The woman with formidable filmography was asked which movie she was least happy working on. Meryl answered, “I didn’t really enjoy making ‘Death Becomes Her’ because there was a lot of CGI. One of the things I loved about ‘Into the Woods’ is that the magic actually comes from real things. Even the trees were real ones, transplanted into the studio. It was just so easy to imagine the sensual world.
“There was a lot of green screen work in ‘Death Becomes Her.’ It was the early days of green screen so it was very bad and tedious. They put marks on your face. You get in a suit and you’re all alone and you pretend that the other actors are there. I just couldn’t stand it.
“I had a long plane ride back with (director Robert) Zemeckis after shooting one of the various endings that we shot. This was not in the movie; it was one we shot in Switzerland. I said, ‘After all this tech-heavy stuff, aren’t you just dying to get in a room with five actors and a hand-held camera and shoot a story?’ He said, ‘That’s my idea of hell.’
“Movie making is this thing that can embrace so many different people—different tastes and talents. Zemeckis loved all the technological stuff. The actors were like a pain in the a** for him.”
She deadpanned, “Now I look at that movie and I think it was like a documentary of Beverly Hills.”
A question about her art collection at home, especially since she’s married to sculptor Donald J. Gummer, led her to proudly volunteer, “My husband has embarked on a really interesting project. He’s going to make sculpture in front of the new American Embassy in Moscow. It’s a big deal because they had to tear down the old embassy.”

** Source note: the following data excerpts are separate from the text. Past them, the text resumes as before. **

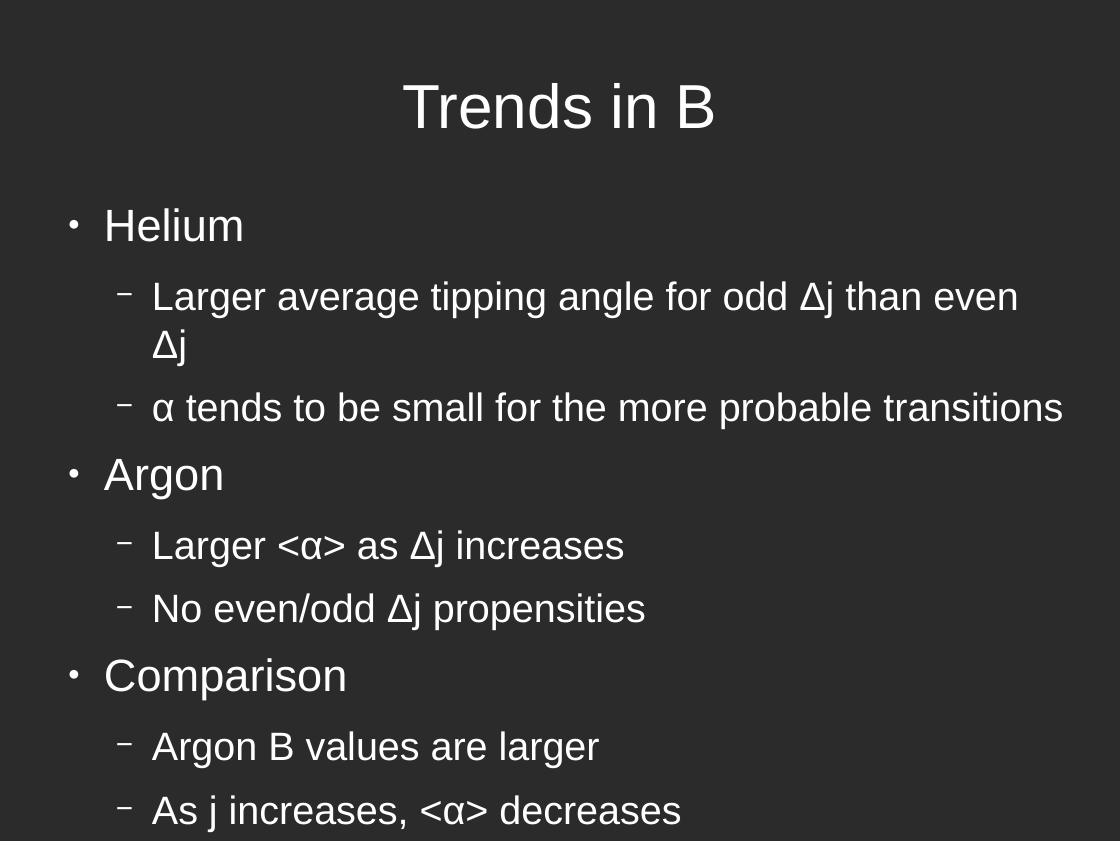
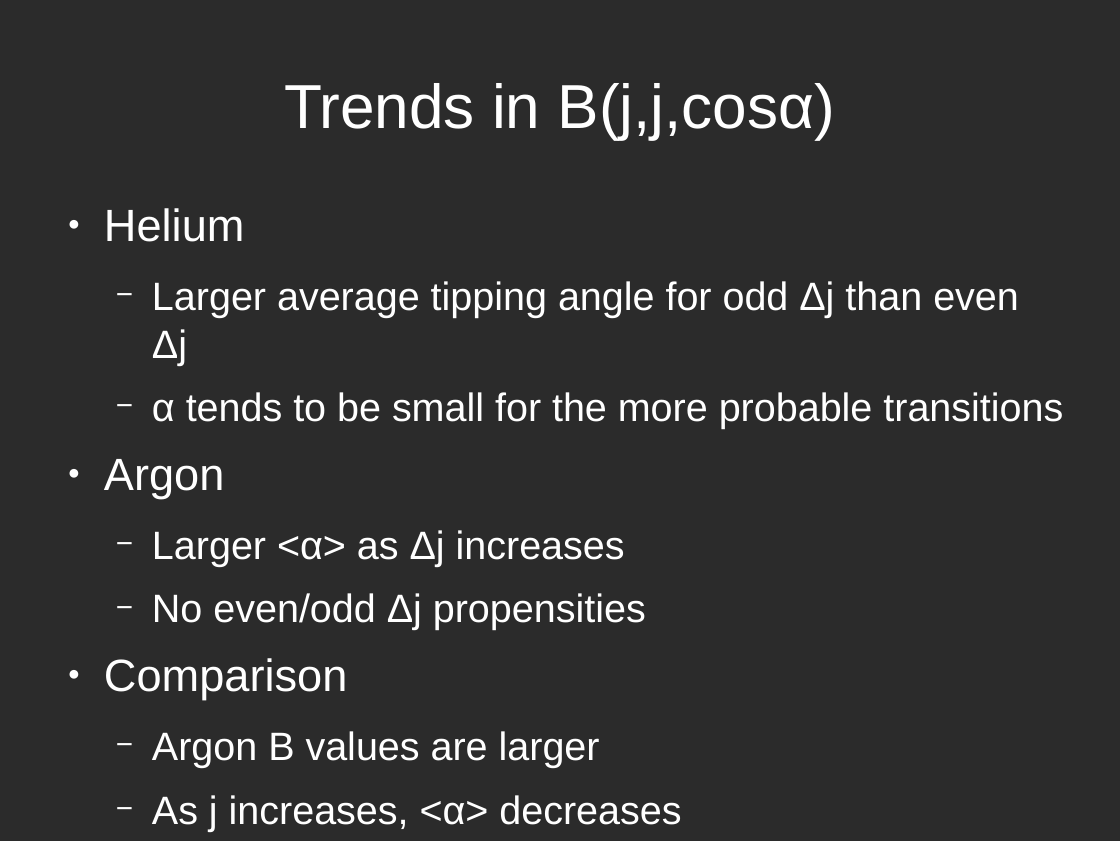
Before and after one commit to atowneND/HeNaK_Collisions, a slide deck: slide 13 of Presentation.odp. Drawn at 1120x841 pixels with LibreOffice and Linux fonts; fonts in the diff are those of the drawing; background and template pictures are left out; a plain dark background stands for a picture behind light text. Boxes give left, top, right and bottom in pixels: in the first picture for what was removed or moved away, otherwise in the second. Text is boxed around its words. In the diff, an @@ line names an element or a change of style, - is before the commit and + after.

```diff
--- a/Presentation.odp
+++ b/Presentation.odp
@@ title at box(284, 83, 835, 139): text changed @@
-Trends in B
+Trends in B(j,j,cosα)
```
Also in this commit, not shown: 5 other slides changed, 8 other files.
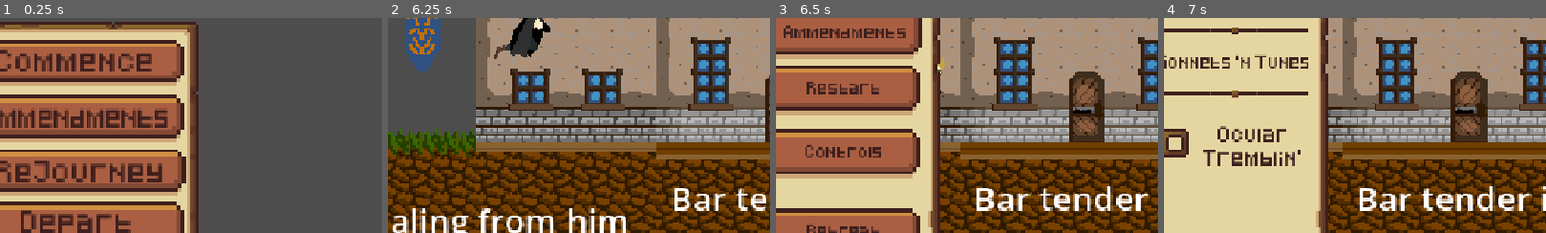
Above: before the commit, frames 1-4 (left to right).
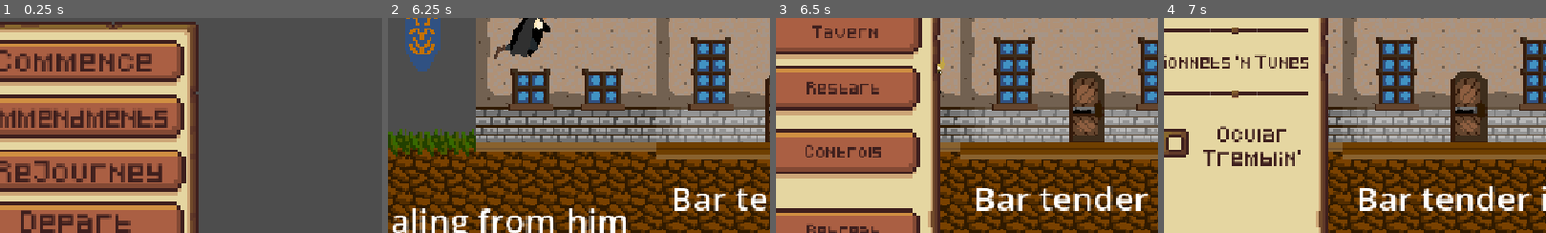
Above: after the commit, the same moments.

Repository: Cafle/craftpix-gamejam
Game: Godot game, scene res://Scenes/UI/Title.tscn
The game is run twice, just before and just after one commit, with the same random seed, the same clock (stepped at 60 frames per second) and the same inputs.
Inputs (mouse positions are % of the whole screen's width and height, from its top left):
- Up to frame 1 (0.25 s): no input
- Up to frame 2 (6.25 s): click "Commence" at 0.5 s; click "1" at 1.25 s; click "PLAY" at 2 s; move the mouse to (72, 45) at 2.77 s; hold Right (ui_right) 2.78-4.28 s; click (72, 45) at 2.92 s; tap Up (ui_up) at 3.02, 3.77, 5.27, 6.02 s; move the mouse to (30, 55) at 3.52 s; move the mouse to (60, 28) at 4.27 s; hold Left (ui_left) 4.28-5.03 s; move the mouse to (45, 70) at 5.02 s; hold Right (ui_right) from 5.03 s (still down); click (45, 70) at 5.17 s; move the mouse to (80, 65) at 5.77 s
- Up to frame 3 (6.5 s): keep holding Right (ui_right); tap Escape (pause) at 6.4 s
- Up to frame 4 (7 s): release Right (ui_right) at 6.5 s; click "Ammendments" at 6.5 s
The pictures show only the part of the screen within x 42-92%, y 38-88%; the shares and areas given below are measured in that part.

Frames 1-2 are identical in both runs. In frame 3, 0.9% of the frame differs, in the area x 2-34%, y 3-10%; in frame 4, nothing differs.
Error in both runs: Invalid assignment of property or key 'visible' with value of type 'bool' on a base object of type 'null instance'. (res://Scripts/Sprites/NPC.gd:97)

Commit message:
pause menu retunrs to shop

Diff:
--- a/Scenes/UI/Pause.tscn
+++ b/Scenes/UI/Pause.tscn
@@ -106,7 +106,7 @@
 horizontal_alignment = 1
 vertical_alignment = 1
 
-[node name="eopitois2" type="TextureButton" parent="Pause" unique_id=369526605]
+[node name="shop" type="TextureButton" parent="Pause" unique_id=369526605]
 layout_mode = 0
 offset_left = 68.000015
 offset_right = 308.0
@@ -117,14 +117,14 @@
 texture_pressed = SubResource("AtlasTexture_fjwti")
 stretch_mode = 1
 
-[node name="Label" type="Label" parent="Pause/eopitois2" unique_id=1539451231]
-layout_mode = 0
-offset_left = 31.999992
-offset_top = 7.9999933
-offset_right = 218.0
-offset_bottom = 53.999992
-theme_override_font_sizes/font_size = 16
-text = "Ammendments"
+[node name="Label" type="Label" parent="Pause/shop" unique_id=1539451231]
+layout_mode = 0
+offset_left = 31.999992
+offset_top = 7.9999933
+offset_right = 218.0
+offset_bottom = 53.999992
+theme_override_font_sizes/font_size = 16
+text = "Tavern"
 horizontal_alignment = 1
 vertical_alignment = 1
 
--- a/Scripts/UI/Pause.gd
+++ b/Scripts/UI/Pause.gd
@@ -13,6 +13,8 @@
 @onready var c_controls = $Controls/back
 @onready var quit = $Pause/quit
 @onready var resume = $Pause/back
+@onready var shop = $Pause/shop
+
 
 #sliders
 @onready var music = $Options/music
@@ -29,6 +31,7 @@
 	controls.button_up.connect(_openControls)
 	c_controls.button_up.connect(_closeControls)
 	restart.button_up.connect(_restart)
+	shop.button_up.connect(_shop)
 
 	music.value_changed.connect(_changeVol.bind(1))
 	sfx.value_changed.connect(_changeVol.bind(2))
@@ -37,6 +40,10 @@
 	sfx.value = Sfx.volume_linear
 	music.value = Music.volume_linear
 
+
+func _shop() -> void:
+	LevelSelect.Coins = 10
+	get_tree().call_deferred("change_scene_to_file", "res://Scenes/UI/shop.tscn")
 
 func _openOptions() -> void:
 	Pause_m.hide()

Breaking into a grin, Meryl cracked, “It was so full of bugs—and not the crawling kind.
“We have a lot of my husband’s work but we have a lot of our friends’ work as well,” she added. “We collect but not in any organized way. We have absolutely no wall space because much of our walls are taken up by things we love and gotten from friends.
“I wish for a vacation,” she said with a sigh. “I want a nice break where I can go to the galleries and museums and absent myself from the hurly burly… I’ve been working nonstop for that last five years. So this ‘Florence Foster Jenkins’ will be the last for a while.”
Meryl said that like the characters in “Into the Woods,” she strives to see her remaining wishes come true. “I always wish on a star and that’s always about my children.”
As for regrets, Meryl was frank and practical. “Yes, I wasted a lot of time dieting,” she dished with a laugh. “I regret that. It was stupid thinking about it—obsessing, you know. But actresses do that. Yeah, I’m over it.”